Performance Characteristic	Acceptance Criteria (Implied)	Reported Device Performance
Sterilization Efficacy	Must allow for sterilization of enclosed contents.	Demonstrated to allow for sterilization of enclosed contents.
Dry Time	Validated for specific dry times (20 or 30 minutes) for models.	Validated for 20 minutes for CH100 & CH200; 30 minutes for CH300-CH600.
Sterility Maintenance	Maintains sterility of enclosed contents for at least 30 days.	Demonstrated to maintain sterility for at least 30 days.
Physical Properties	Comparable to predicate device before and after sterilization.	Characterized before and after sterilization; supports substantial equivalence.
Biocompatibility	Complies with ISO 10993.	Complies with methods of ISO 10993.
Lumen Sterilization (CH400, CH500, CH600)	Validated for lumens 3mm diameter or larger and 400mm or less in length.	Validated for lumens 3mm diameter or larger and 400mm or less in length.

2. Sample Size Used for the Test Set and the Data Provenance:

The document does not explicitly state numerical sample sizes for each specific test (e.g., sterilization efficacy test, dry time test). However, it lists the "loads used in the Sterility Maintenance Validation Study" for each of the six DuraBlue™ Sterilization Wrap models (CH100 to CH600). These loads, comprising specific quantities of items (e.g., 16 huck towels, 5 lbs of metal mass), represent the test articles for that validation. The provenance of the data is not specified in terms of country of origin or whether it was retrospective or prospective. It is implied to be prospective testing conducted by the manufacturer for regulatory submission.

3. Number of Experts Used to Establish the Ground Truth for the Test Set and the Qualifications of Those Experts:

This information is not provided in the document. The study appears to be focused on physical and microbiological validation of the device's performance, rather than assessment by human experts interpreting data.

4. Adjudication Method for the Test Set:

This information is not provided as the study does not involve expert adjudication of results. The results are likely determined by objective measurements and standardized test methods (e.g., sterility testing, physical property measurements).
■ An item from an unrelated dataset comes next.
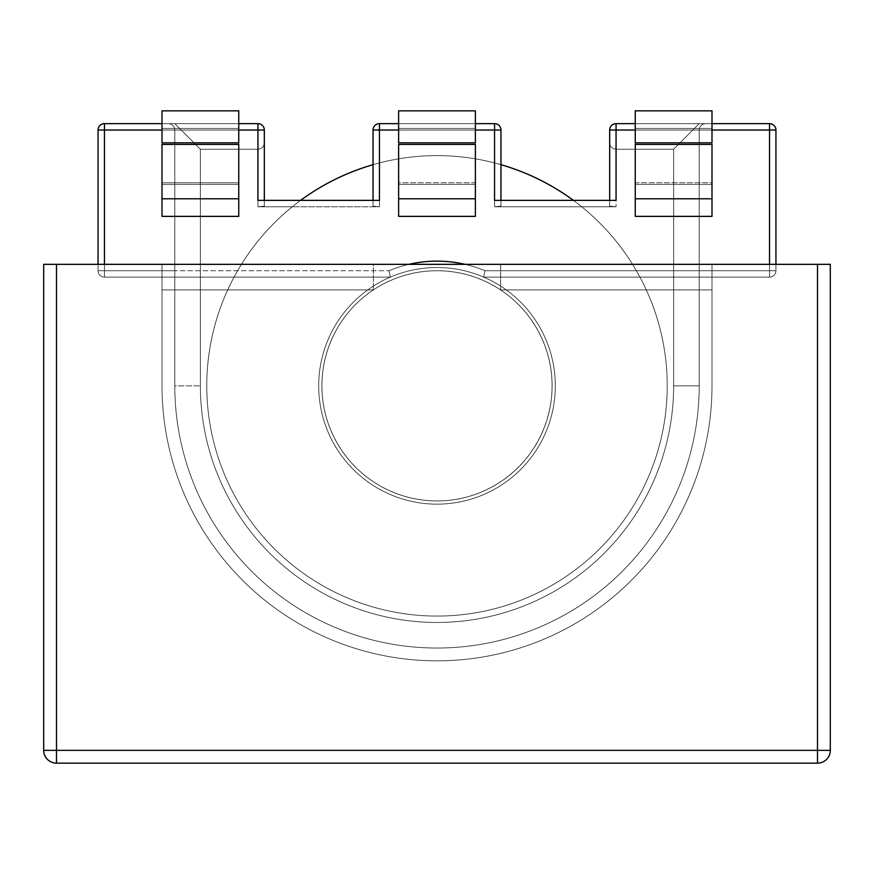 <?xml version="1.0" encoding="UTF-8"?>
<svg xmlns="http://www.w3.org/2000/svg" width="874" height="874" viewBox="0 0 874 874"><rect width="100%" height="100%" fill="white"/><g stroke="black" fill="none" stroke-linecap="round" stroke-linejoin="round"><path stroke-width="0.66" stroke-dasharray="4.37 3.28" d="M616.061 206.777L581.702 206.777L616.061 206.777L609.67 206.166L609.67 200.375L616.061 200.375L616.061 130.029L609.67 130.029A6.391 6.391 0 0 1 616.061 123.638L705.591 123.638C701.724 124.021 699.582 126.162 699.2 130.029C699.582 126.162 701.724 124.021 705.591 123.638L699.2 123.638L673.625 149.225L616.061 149.225L673.625 149.225L673.625 385.838A236.625 236.625 0 0 1 437 622.463A236.625 236.625 0 0 1 200.375 385.838A236.625 236.625 0 0 0 437 622.463A236.625 236.625 0 0 0 673.625 385.838L673.625 149.225L699.2 123.638L616.061 123.638C612.182 124.021 610.052 126.162 609.67 130.029L609.67 142.823C610.052 146.701 612.182 148.831 616.061 149.225C612.182 148.831 610.052 146.701 609.67 142.823L609.67 130.029C610.052 126.162 612.182 124.021 616.061 123.638L705.591 123.638C701.724 124.021 699.582 126.162 699.2 130.029L699.2 277.124L483.672 277.124L484.961 270.721A124.709 124.709 0 0 0 389.039 270.721L104.454 270.721L104.454 277.124A6.391 6.391 0 0 1 98.063 270.721L98.063 130.029A6.391 6.391 0 0 1 104.454 123.638A6.391 6.391 0 0 0 98.063 130.029L98.063 270.721A6.391 6.391 0 0 0 104.454 277.124L174.8 277.124L174.8 270.721L174.8 277.124L390.328 277.124L389.039 270.721L104.454 270.721L104.454 130.029L98.063 130.029A6.391 6.391 0 0 1 104.454 123.638L168.409 123.638C172.276 124.021 174.418 126.162 174.8 130.029C174.418 126.162 172.276 124.021 168.409 123.638L174.8 123.638L200.375 149.225L200.375 385.838L200.375 149.225L257.939 149.225L200.375 149.225L174.8 123.638L168.409 123.638C172.276 124.021 174.418 126.162 174.8 130.029L174.8 385.838A262.2 262.2 0 0 0 437 648.038A262.2 262.2 0 0 0 699.2 385.838L699.2 270.721L699.2 385.838A262.2 262.2 0 0 1 437 648.038A262.2 262.2 0 0 1 174.8 385.838L174.8 270.721L174.8 385.838L174.8 277.124L104.454 277.124A6.391 6.391 0 0 1 98.063 270.721L98.063 130.029A6.391 6.391 0 0 1 104.454 123.638A6.391 6.391 0 0 0 98.063 130.029L98.063 270.721A6.391 6.391 0 0 0 104.454 277.124A6.391 6.391 0 0 1 98.063 270.721L98.063 130.029A6.391 6.391 0 0 1 104.454 123.638L168.409 123.638C172.276 124.021 174.418 126.162 174.8 130.029L174.8 385.838A262.2 262.2 0 0 0 437 648.038A262.2 262.2 0 0 0 699.2 385.838A262.2 262.2 0 0 1 437 648.038A262.2 262.2 0 0 1 174.8 385.838A262.2 262.2 0 0 0 437 648.038A262.2 262.2 0 0 0 699.2 385.838L699.2 270.721L699.2 277.124L769.546 277.124L483.672 277.124A118.307 118.307 0 0 0 390.328 277.124L104.454 277.124L174.8 277.124L174.8 270.721L98.063 270.721A6.391 6.391 0 0 0 104.454 277.124A6.391 6.391 0 0 1 98.063 270.721L98.063 130.029L104.454 130.029L104.454 270.721L174.8 270.721L104.454 270.721L104.454 264.33L104.454 277.124L104.454 123.638L257.939 123.638A6.391 6.391 0 0 1 264.33 130.029C263.948 126.162 261.818 124.021 257.939 123.638C261.818 124.021 263.948 126.162 264.33 130.029L264.33 206.166L264.33 200.375L373.045 200.375L373.045 206.166L379.447 206.777L379.447 162.925A230.223 230.223 0 0 0 268.569 542.798A230.223 230.223 0 0 0 605.431 542.798A230.223 230.223 0 0 0 581.702 206.777L494.553 206.777L494.553 162.925A230.223 230.223 0 0 0 373.045 164.673A230.223 230.223 0 0 1 379.447 162.925A230.223 230.223 0 0 0 292.298 206.777L257.939 206.777L264.33 206.166L264.33 200.375L257.939 200.375L257.939 123.638L174.8 123.638L200.375 149.225L200.375 385.838A236.625 236.625 0 0 0 437 622.463A236.625 236.625 0 0 0 673.625 385.838A236.625 236.625 0 0 1 437 622.463A236.625 236.625 0 0 1 200.375 385.838L200.375 149.225L257.939 149.225C261.818 148.831 263.948 146.701 264.33 142.823C263.948 146.701 261.818 148.831 257.939 149.225L200.375 149.225L174.8 123.638L257.939 123.638L104.454 123.638L104.454 130.029L174.8 130.029L174.8 385.838L174.8 277.124L390.328 277.124L174.8 277.124L174.8 385.838A262.2 262.2 0 0 0 437 648.038A262.2 262.2 0 0 0 699.2 385.838L699.2 277.124L699.2 385.838A262.2 262.2 0 0 1 437 648.038A262.2 262.2 0 0 1 174.8 385.838L200.375 385.838L174.8 385.838A262.2 262.2 0 0 0 437 648.038A262.2 262.2 0 0 0 699.2 385.838L699.2 270.721L699.2 385.838L673.625 385.838L673.625 149.225L616.061 149.225L673.625 149.225L673.625 385.838L699.2 385.838L673.625 385.838L699.2 385.838L699.2 277.124L483.672 277.124A118.307 118.307 0 0 0 390.328 277.124L104.454 277.124L104.454 270.721L98.063 270.721A6.391 6.391 0 0 0 104.454 277.124A6.391 6.391 0 0 1 98.063 270.721L104.454 270.721L104.454 277.124L104.454 130.029L174.8 130.029L174.8 270.721L98.063 270.721A6.391 6.391 0 0 0 104.454 277.124L104.454 270.721L104.454 277.124A6.391 6.391 0 0 1 98.063 270.721L104.454 270.721L104.454 130.029L98.063 130.029A6.391 6.391 0 0 1 104.454 123.638L104.454 270.721L98.063 270.721L389.039 270.721L98.063 270.721A6.391 6.391 0 0 0 104.454 277.124L390.328 277.124L389.039 270.721L390.328 277.124A118.307 118.307 0 0 0 343.449 458.26A118.307 118.307 0 0 0 530.551 458.26A118.307 118.307 0 0 0 483.672 277.124L484.961 270.721A124.709 124.709 0 0 0 465.055 264.33A124.709 124.709 0 0 1 484.961 270.721A124.709 124.709 0 0 0 389.039 270.721L390.328 277.124A118.307 118.307 0 0 0 343.449 458.26A118.307 118.307 0 0 0 530.551 458.26A118.307 118.307 0 0 0 483.672 277.124L699.2 277.124L699.2 270.721L769.546 270.721L484.961 270.721L483.672 277.124A118.307 118.307 0 0 0 390.328 277.124L104.454 277.124L390.328 277.124A118.307 118.307 0 0 0 343.449 458.26A118.307 118.307 0 0 0 530.551 458.26A118.307 118.307 0 0 0 390.328 277.124A118.307 118.307 0 0 0 343.449 458.26A118.307 118.307 0 0 0 530.551 458.26A118.307 118.307 0 0 0 483.672 277.124L484.961 270.721L769.546 270.721L769.546 277.124A6.391 6.391 0 0 0 775.937 270.721A6.391 6.391 0 0 1 769.546 277.124L483.672 277.124L769.546 277.124A6.391 6.391 0 0 0 775.937 270.721L775.937 130.029L775.937 270.721A6.391 6.391 0 0 1 769.546 277.124L483.672 277.124L769.546 277.124A6.391 6.391 0 0 0 775.937 270.721L775.937 130.029A6.391 6.391 0 0 0 769.546 123.638L616.061 123.638C612.182 124.021 610.052 126.162 609.67 130.029A6.391 6.391 0 0 1 616.061 123.638L616.061 130.029L609.67 130.029L609.67 206.166L609.67 200.375L616.061 200.375L616.061 130.029L769.546 130.029L769.546 123.638L699.2 123.638L673.625 149.225L699.2 123.638L616.061 123.638L616.061 130.029L769.546 130.029L699.2 130.029L699.2 270.721L769.546 270.721L699.2 270.721L699.2 130.029C699.582 126.162 701.724 124.021 705.591 123.638L769.546 123.638A6.391 6.391 0 0 1 775.937 130.029L775.937 270.721A6.391 6.391 0 0 1 769.546 277.124A6.391 6.391 0 0 0 775.937 270.721L775.937 130.029A6.391 6.391 0 0 0 769.546 123.638A6.391 6.391 0 0 1 775.937 130.029L769.546 130.029L769.546 270.721L769.546 130.029L699.2 130.029L699.2 270.721L775.937 270.721A6.391 6.391 0 0 1 769.546 277.124L769.546 130.029L775.937 130.029L769.546 130.029L769.546 123.638L616.061 123.638C612.182 124.021 610.052 126.162 609.67 130.029L609.67 142.823C610.052 146.701 612.182 148.831 616.061 149.225C612.182 148.831 610.052 146.701 609.67 142.823L609.67 206.166L609.67 200.375L500.955 200.375L616.061 200.375L494.553 200.375L500.955 200.375L500.955 206.166L494.553 206.777L581.702 206.777A230.223 230.223 0 0 0 379.447 162.925L379.447 130.029L494.553 130.029L379.447 130.029L379.447 200.375L257.939 200.375L257.939 130.029L104.454 130.029L104.454 123.638L104.454 130.029L174.8 130.029L98.063 130.029A6.391 6.391 0 0 1 104.454 123.638L104.454 130.029L257.939 130.029L257.939 123.638A6.391 6.391 0 0 1 264.33 130.029C263.948 126.162 261.818 124.021 257.939 123.638C261.818 124.021 263.948 126.162 264.33 130.029L264.33 206.166L264.33 130.029L257.939 130.029L264.33 130.029L264.33 206.166L264.33 200.375L257.939 200.375L373.045 200.375L264.33 200.375L264.33 142.823C263.948 146.701 261.818 148.831 257.939 149.225C261.818 148.831 263.948 146.701 264.33 142.823L264.33 206.166L257.939 206.777L292.298 206.777A230.223 230.223 0 0 0 268.569 542.798A230.223 230.223 0 0 0 605.431 542.798A230.223 230.223 0 0 0 573.41 200.375A230.223 230.223 0 0 1 581.702 206.777L616.061 206.777L609.67 206.166L616.061 206.777L494.553 206.777L494.553 162.925L494.553 206.777L581.702 206.777A230.223 230.223 0 0 0 379.447 162.925L379.447 123.638L494.553 123.638L379.447 123.638A6.391 6.391 0 0 0 373.045 130.029L373.045 206.166L373.045 130.029A6.391 6.391 0 0 1 379.447 123.638L494.553 123.638A6.391 6.391 0 0 1 500.955 130.029A6.391 6.391 0 0 0 494.553 123.638L379.447 123.638A6.391 6.391 0 0 0 373.045 130.029A6.391 6.391 0 0 1 379.447 123.638L379.447 130.029L373.045 130.029L373.045 206.166L379.447 206.777L292.298 206.777A230.223 230.223 0 0 0 268.569 542.798A230.223 230.223 0 0 0 605.431 542.798A230.223 230.223 0 0 0 581.702 206.777A230.223 230.223 0 0 1 605.431 542.798A230.223 230.223 0 0 1 268.569 542.798A230.223 230.223 0 0 1 292.298 206.777L257.939 206.777L264.33 206.166L257.939 206.777L379.447 206.777L379.447 130.029L373.045 130.029A6.391 6.391 0 0 1 379.447 123.638L379.447 130.029L494.553 130.029L379.447 130.029L379.447 200.375L257.939 200.375L379.447 200.375L373.045 200.375L373.045 206.166L373.045 130.029A6.391 6.391 0 0 1 379.447 123.638L379.447 130.029L379.447 123.638L379.447 130.029L373.045 130.029A6.391 6.391 0 0 1 379.447 123.638L494.553 123.638A6.391 6.391 0 0 1 500.955 130.029L500.955 206.166L500.955 130.029A6.391 6.391 0 0 0 494.553 123.638A6.391 6.391 0 0 1 500.955 130.029L500.955 200.375L609.67 200.375L609.67 130.029L609.67 206.166L616.061 206.777L616.061 149.225L616.061 206.777M162.007 110.845L238.755 110.845L238.755 142.823L162.007 142.823L162.007 110.845L238.755 110.845L238.755 184.392L162.007 184.392L238.755 184.392L238.755 216.37L238.755 184.392L162.007 184.392L238.755 184.392L238.755 110.845L162.007 110.845L162.007 216.37L238.755 216.37L162.007 216.37L162.007 110.845L238.755 110.845L238.755 142.823L162.007 142.823L162.007 216.37L238.755 216.37L162.007 216.37L162.007 184.392L238.755 184.392L162.007 184.392L238.755 184.392L238.755 216.37L238.755 184.392L162.007 184.392L162.007 216.37L238.755 216.37L162.007 216.37L162.007 142.823L238.755 142.823L238.755 216.37L238.755 198.78L162.007 198.78L238.755 198.78L238.755 144.428L162.007 144.428L238.755 144.428L238.755 142.823L162.007 142.823L162.007 110.845L238.755 110.845L238.755 184.392L238.755 110.845L162.007 110.845L162.007 184.392L162.007 110.845M711.993 184.392L711.993 216.37L635.245 216.37L635.245 184.392L711.993 184.392L635.245 184.392L635.245 216.37L711.993 216.37L711.993 184.392L635.245 184.392L711.993 184.392L711.993 182.797L711.993 216.37L635.245 216.37L711.993 216.37L711.993 184.392L635.245 184.392L635.245 182.797L635.245 184.392L711.993 184.392L635.245 184.392L635.245 216.37L635.245 184.392L711.993 184.392L711.993 128.434L711.993 184.392M398.631 216.37L475.369 216.37L475.369 184.392L398.631 184.392L398.631 216.37L398.631 184.392L475.369 184.392L475.369 216.37L398.631 216.37L475.369 216.37L398.631 216.37L398.631 184.392L475.369 184.392L398.631 184.392L398.631 182.797L398.631 216.37L398.631 198.78L398.631 216.37L475.369 216.37L475.369 182.797L475.369 184.392L398.631 184.392L475.369 184.392L475.369 216.37L398.631 216.37M494.553 200.375L500.955 200.375L500.955 206.166L494.553 206.777L500.955 206.166L500.955 130.029L494.553 130.029L494.553 200.375L616.061 200.375L500.955 200.375L500.955 206.166L500.955 130.029L494.553 130.029L500.955 130.029L494.553 130.029L494.553 123.638L379.447 123.638A6.391 6.391 0 0 0 373.045 130.029L379.447 130.029L379.447 206.777L292.298 206.777A230.223 230.223 0 0 1 300.59 200.375A230.223 230.223 0 0 0 292.298 206.777L379.447 206.777L379.447 162.925A230.223 230.223 0 0 1 494.553 162.925L494.553 206.777L500.955 206.166L500.955 130.029L494.553 130.029L494.553 123.638A6.391 6.391 0 0 1 500.955 130.029A6.391 6.391 0 0 0 494.553 123.638L494.553 130.029L379.447 130.029L494.553 130.029L494.553 200.375L500.955 200.375L494.553 200.375M711.993 123.638L635.245 123.638L711.993 123.638M238.755 123.638L162.007 123.638L238.755 123.638M475.369 123.638L398.631 123.638L475.369 123.638M475.369 142.823L398.631 142.823L398.631 110.845L475.369 110.845L475.369 216.37L475.369 198.78L398.631 198.78L398.631 144.428L398.631 198.78L475.369 198.78L475.369 144.428L398.631 144.428L398.631 142.823L475.369 142.823L398.631 142.823L398.631 110.845L398.631 182.797L398.631 110.845L475.369 110.845L475.369 182.797L475.369 110.845L398.631 110.845L475.369 110.845L475.369 142.823L398.631 142.823L398.631 144.428L475.369 144.428L475.369 142.823L398.631 142.823L475.369 142.823M635.245 142.823L711.993 142.823L711.993 110.845L635.245 110.845L635.245 142.823L711.993 142.823L711.993 216.37L635.245 216.37L711.993 216.37L711.993 142.823L635.245 142.823L635.245 216.37L635.245 198.78L711.993 198.78L635.245 198.78L635.245 144.428L711.993 144.428L635.245 144.428L635.245 142.823L711.993 142.823L711.993 110.845L711.993 128.434L711.993 110.845L635.245 110.845L635.245 182.797L635.245 110.845L711.993 110.845L635.245 110.845L635.245 142.823L711.993 142.823L635.245 142.823M500.955 164.673A230.223 230.223 0 0 0 494.553 162.925L494.553 130.029L500.955 130.029A6.391 6.391 0 0 0 494.553 123.638L494.553 162.925A230.223 230.223 0 0 1 500.955 164.673M500.627 264.33L500.627 289.917L711.993 289.917L711.993 264.33L830.3 264.33L830.3 750.362A12.793 12.793 0 0 1 817.507 763.155L56.493 763.155A12.793 12.793 0 0 1 43.7 750.362L43.7 264.33L162.007 264.33L162.007 385.838L162.007 264.33L373.373 264.33L162.007 264.33L162.007 385.838L162.007 264.33L43.7 264.33L43.7 750.362A12.793 12.793 0 0 0 56.493 763.155L817.507 763.155A12.793 12.793 0 0 0 830.3 750.362L830.3 264.33L711.993 264.33L711.993 385.838A274.993 274.993 0 0 1 437 660.831A274.993 274.993 0 0 1 162.007 385.838A274.993 274.993 0 0 0 437 660.831A274.993 274.993 0 0 0 711.993 385.838A274.993 274.993 0 0 1 437 660.831A274.993 274.993 0 0 1 162.007 385.838A274.993 274.993 0 0 0 437 660.831A274.993 274.993 0 0 0 711.993 385.838L711.993 264.33L830.3 264.33L43.7 264.33L43.7 750.362L43.7 264.33L162.007 264.33L162.007 289.917L373.373 289.917A115.117 115.117 0 0 0 350.365 461.636A115.117 115.117 0 0 0 523.635 461.636A115.117 115.117 0 0 0 373.373 289.917L373.373 264.33L711.993 264.33L711.993 385.838L711.993 264.33L373.373 264.33L373.373 289.917A115.117 115.117 0 0 1 500.627 289.917A115.117 115.117 0 0 0 330.547 342.029A115.117 115.117 0 0 0 414.669 498.759A115.117 115.117 0 0 0 500.627 289.917A115.117 115.117 0 0 1 523.635 461.636A115.117 115.117 0 0 1 350.365 461.636A115.117 115.117 0 0 1 373.373 289.917A115.117 115.117 0 0 1 543.453 342.029A115.117 115.117 0 0 1 459.331 498.759A115.117 115.117 0 0 1 373.373 289.917A115.117 115.117 0 0 0 350.365 461.636A115.117 115.117 0 0 0 523.635 461.636A115.117 115.117 0 0 0 500.627 289.917L500.627 264.33L500.627 289.917A115.117 115.117 0 0 0 373.373 289.917L373.373 264.33L711.993 264.33L711.993 385.838A274.993 274.993 0 0 1 437 660.831A274.993 274.993 0 0 1 162.007 385.838L162.007 264.33L373.373 264.33M56.493 763.155A12.793 12.793 0 0 1 43.7 750.362L56.493 750.362L56.493 763.155L817.507 763.155L56.493 763.155A12.793 12.793 0 0 1 43.7 750.362M830.3 750.362A12.793 12.793 0 0 1 817.507 763.155L817.507 750.362L830.3 750.362A12.793 12.793 0 0 1 817.507 763.155A12.793 12.793 0 0 0 830.3 750.362M373.045 206.166L379.447 206.777L373.045 206.166L373.045 130.029L373.045 206.166M769.546 123.638L705.591 123.638L769.546 123.638A6.391 6.391 0 0 1 775.937 130.029A6.391 6.391 0 0 0 769.546 123.638A6.391 6.391 0 0 1 775.937 130.029L769.546 130.029L769.546 123.638L769.546 130.029L699.2 130.029L769.546 130.029L769.546 270.721L775.937 270.721L775.937 130.029L769.546 130.029L775.937 130.029A6.391 6.391 0 0 0 769.546 123.638A6.391 6.391 0 0 1 775.937 130.029A6.391 6.391 0 0 0 769.546 123.638L769.546 130.029L769.546 123.638M379.447 200.375L373.045 200.375L379.447 200.375M238.755 142.823L162.007 142.823L238.755 142.823M398.631 184.392L475.369 184.392L398.631 184.392L398.631 182.797L398.631 184.392M475.369 182.797L475.369 128.434L475.369 182.797L398.631 182.797L398.631 128.434L398.631 182.797L475.369 182.797M398.631 110.845L398.631 128.434L398.631 110.845L475.369 110.845L475.369 128.434L475.369 110.845L398.631 110.845M635.245 182.797L635.245 128.434L635.245 182.797L711.993 182.797L711.993 128.434L711.993 182.797L635.245 182.797M711.993 110.845L711.993 128.434L711.993 110.845L635.245 110.845L635.245 128.434L635.245 110.845L711.993 110.845M711.993 289.917L500.627 289.917A115.117 115.117 0 0 0 330.547 342.029A115.117 115.117 0 0 0 414.669 498.759A115.117 115.117 0 0 0 500.627 289.917L711.993 289.917L711.993 385.838A274.993 274.993 0 0 1 437 660.831A274.993 274.993 0 0 1 162.007 385.838L162.007 289.917L373.373 289.917L162.007 289.917M257.939 149.225L257.939 206.777L257.939 149.225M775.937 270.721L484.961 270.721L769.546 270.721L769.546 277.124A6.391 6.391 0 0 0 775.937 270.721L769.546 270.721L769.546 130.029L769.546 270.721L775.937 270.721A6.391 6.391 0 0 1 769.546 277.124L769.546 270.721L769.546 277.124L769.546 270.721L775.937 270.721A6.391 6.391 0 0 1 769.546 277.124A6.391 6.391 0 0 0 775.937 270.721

5. If a Multi Reader Multi Case (MRMC) Comparative Effectiveness Study Was Done, If So, What Was the Effect Size of How Much Human Readers Improve with AI vs Without AI Assistance:

This type of study is not applicable and was not conducted. The DuraBlue™ Sterilization Wrap is a physical medical device (sterilization wrap), not an AI-powered diagnostic or interpretive tool that would involve human readers.

6. If a Standalone (i.e., algorithm only without human-in-the-loop performance) Was Done:

This concept is not applicable as the device is a physical sterilization wrap, not an algorithm. The "standalone" performance here refers to the device's inherent ability to perform its function (sterilize and maintain sterility) without human intervention in the sterilization or maintenance process beyond proper usage. The performance tests described (sterilization efficacy, dry time, sterility maintenance, physical properties) inherently represent the standalone performance of the wrap.

7. The Type of Ground Truth Used (expert consensus, pathology, outcomes data, etc.):

The ground truth for this device is based on scientific and technical standards for sterilization and sterility maintenance. This includes:

• Microbiological Negativity: For sterilization efficacy and sterility maintenance, the "ground truth" is typically the absence of microbial growth in culture, indicating sterility.
• Physical Property Measurements: Quantifiable measurements of material strength, porosity, and other physical characteristics.
• Time-Based Validation: For dry times and sterility maintenance duration, the ground truth is established by empirical testing under specified conditions.

8. The Sample Size for the Training Set:

This concept is not applicable as the DuraBlue™ Sterilization Wrap is a tested medical device, not a machine learning model that requires a training set.

9. How the Ground Truth for the Training Set Was Established:

This concept is not applicable as the device is not a machine learning model.